In recent years, US government sanctions have effectively put a stranglehold on the Chinese semiconductor industry. While companies in the Middle Kingdom can continue to produce chips for normal applications, they are not allowed to introduce certain newer chip technologies. This makes producing more advanced products almost impossible. But the country is working on a way out: With so-called chiplet technology, China now wants to give itself the opportunity to circumvent export bans in order to build up a certain degree of independence in the IT industry – and at least keep pace with other countries, especially the USA .
In 2023, both the Chinese government and – not just local – venture capitalists have focused on promoting the domestic chiplet industry. University researchers are being incentivized to solve key problems associated with chip manufacturing – and some chiplet start-ups like Polar Bear Tech have already launched initial products.
Chiplets with a modular approach
Unlike traditional chips, where all components are integrated on a single piece of silicon, chiplets take a modular approach. Each one has a special function, one can contain the computing cores, another the memory controllers and another the I/O interfaces such as PCI Express. Prominent examples of this approach are AMD’s Ryzen processors and Intel’s Core Ultra aka Meteor Lake.

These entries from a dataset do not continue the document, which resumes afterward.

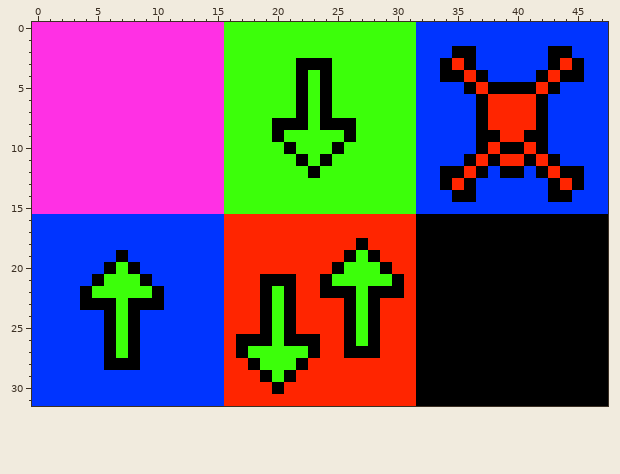
Pixel-art sprite: Shadow_Dancer/levels/blocks.png. The first picture shows the starting point.
The file is 48x32 pixels.
New version:
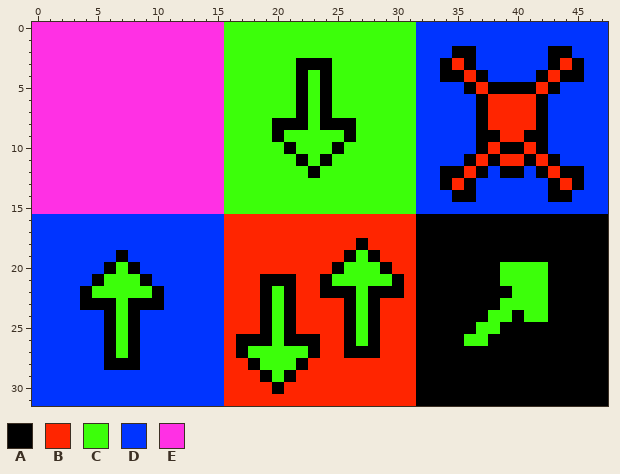
Palette (. is transparent): A #000000  B #ff2500  C #3cff0a  D #0034ff  E #ff30e4
Diff:
Colour A gives way to colour C in rows 20 to 21 at x 39 to 42; in row 22 at x 40 to 42; in row 23 at x 39 to 42; in row 24 at x 38 to 39 and 41 to 42; in row 25 at x 37 to 38; in row 26 at x 36 to 37.
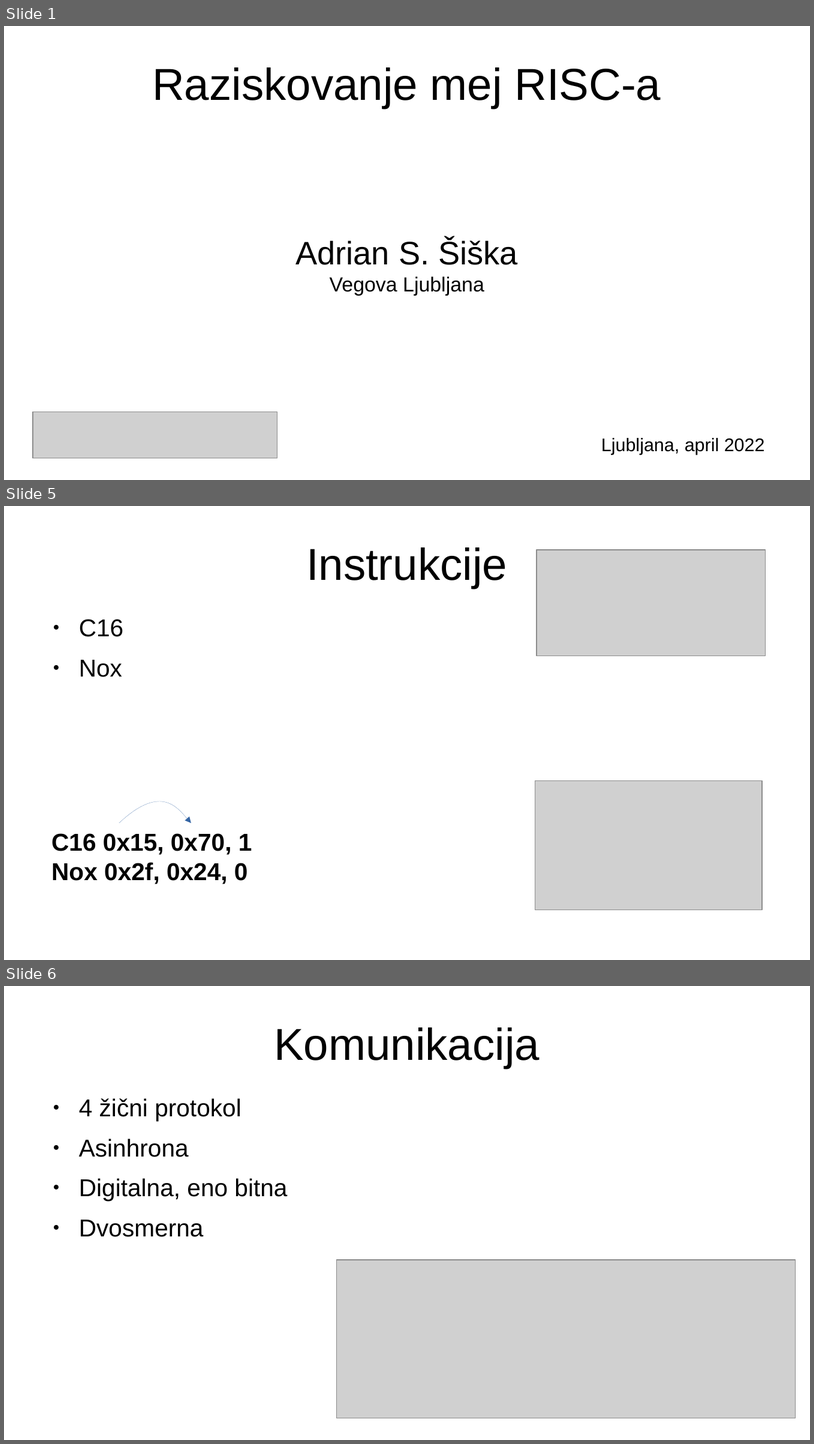
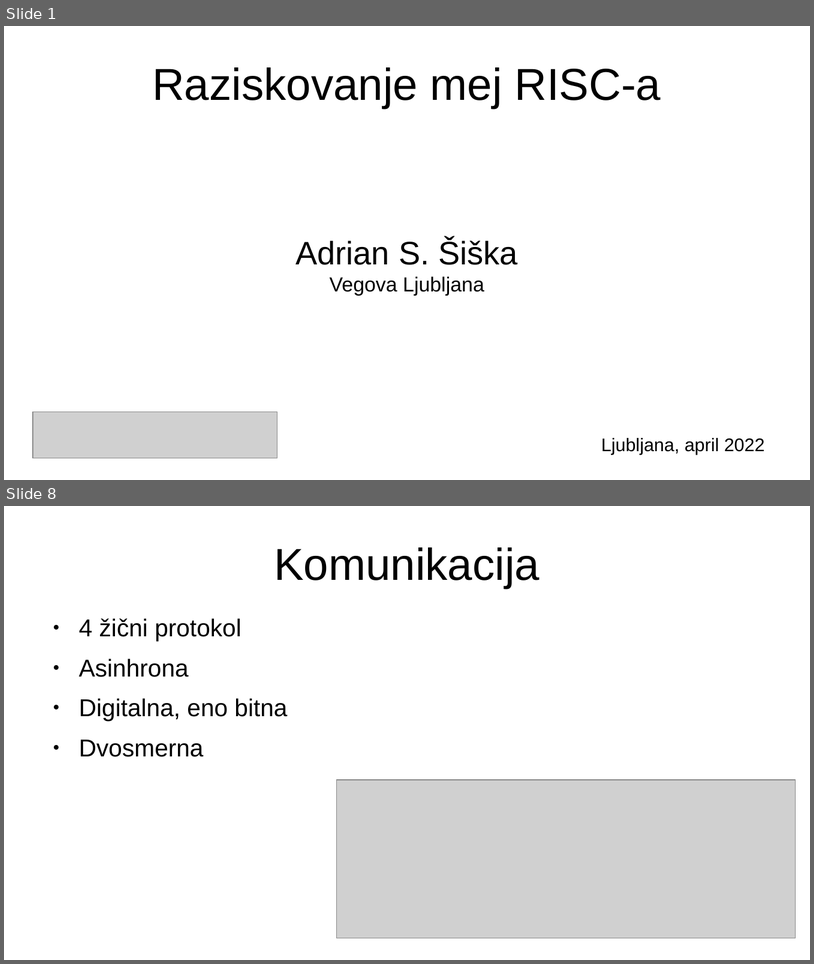
Before and after one commit to adimineman/raziskovalna, a slide deck: predstavitev.odp. Shown one above the other, each under a label of ours: slides 1, 5 and 6 before the commit, slides 1 and 8 after it; the slides between them are not shown. The pictures are 814x1444 and 814x964 pixels, drawn with LibreOffice and Linux fonts; fonts in the diff are those of the drawing; grey boxes stand for pictures. Boxes give left, top, right and bottom in pixels: in the first picture for what was removed or moved away, otherwise in the second. Text is boxed around its words. In the diff, an @@ line names an element or a change of style, - is before the commit and + after.

```diff
--- a/predstavitev.odp
+++ b/predstavitev.odp
@@ slide 5 removed at (x1=4, y1=506, x2=810, y2=960), background #FFFFFF @@
@@ title removed at (x1=306, y1=547, x2=507, y2=588) @@
-Instrukcije
@@ picture removed at (x1=537, y1=550, x2=766, y2=656) @@
@@ text removed at (x1=79, y1=619, x2=124, y2=677) @@
-● C16
-● Nox
@@ picture removed at (x1=536, y1=780, x2=763, y2=910) @@
@@ freeform shape removed at (x1=119, y1=805, x2=191, y2=823) @@
@@ text removed at (x1=51, y1=833, x2=252, y2=884) @@
-C16 0x15, 0x70, 1
-Nox 0x2f, 0x24, 0
@@ what was slide 6 is now slide 8 @@
```
Also in this commit, not shown: 6 slides changed, 4 slides added, 1 other slide removed, 1 other file.

Several units make up a system. Because each chiplet is smaller and more specialized than a full chip, they are cheaper to produce and less prone to malfunction. At the same time, individual chiplets in a system can be replaced with newer, better versions to increase performance. Other functional components remain the same. Chiplet technology has already won awards for its potential to drive further performance growth in the era following the looming end of Moore’s Law. The US edition of the MIT Technology Review has chosen it as one of the ten groundbreaking technologies of 2024.
For companies like AMD and Intel, chiplets are just one of several ways in which the semiconductor industry can further increase the computing power of chips despite the physical limits. For Chinese companies, however, they are intended to reduce the time and cost of developing more powerful chips in their own country and supply important technology sectors such as AI.
A shortcut to more powerful chips
The US government has been using so-called blacklists for several years to slow down the development of the Chinese semiconductor industry. One of the sanctions, imposed in October 2022, banned the sale to China of certain high technologies needed for the most advanced chip manufacturing.
For years, the Chinese government has been looking for ways to overcome the resulting bottleneck. But breakthroughs in areas like chip lithography — the process that uses light to transfer a design pattern to the base silicon material — can take decades to come to fruition. Today, China still lags behind in chip manufacturing compared to companies in Taiwan, the Netherlands (including ASML) and other regions. “Although we have seen that China’s Semiconductor Manufacturing International Corporation (SMIC)]can produce 7-nanometer chips, we suspect that production will be expensive and chip yield [der sogenannte Yield, also wie viele Chips fehlerfrei sind] is low,” says McKnight-MacNeil.
SMIC uses older DUV (deep ultraviolet) lithography systems for its 7 nm process and exposes the structures multiple times. Other chip manufacturers such as TSMC, Samsung and Intel have already switched to lithography systems with extreme ultraviolet (EUV) exposure technology, which SMIC does not have.
But the chiplet manufacturing approach poses a challenge to another area of the semiconductor industry: chip packaging technologies, which connect the chiplets into a chip package so that they work together. “Developing advanced packaging technologies required to exploit a chiplet design is undoubtedly on China’s to-do list,” said Cameron McKnight-MacNeil, a process analyst at semiconductor research firm TechInsights. “China is known to already have some basic technologies for the use of chiplets.”
The technique used in this process is called advanced packaging. For China, this is – compared to the import sanctions of further developed chip generations – an easier undertaking than producing entire chips. Chinese companies are already responsible for 38 percent of global chip packaging. While companies in Taiwan, Singapore and the US are still mastering newer technologies, it is less difficult to catch up on this front.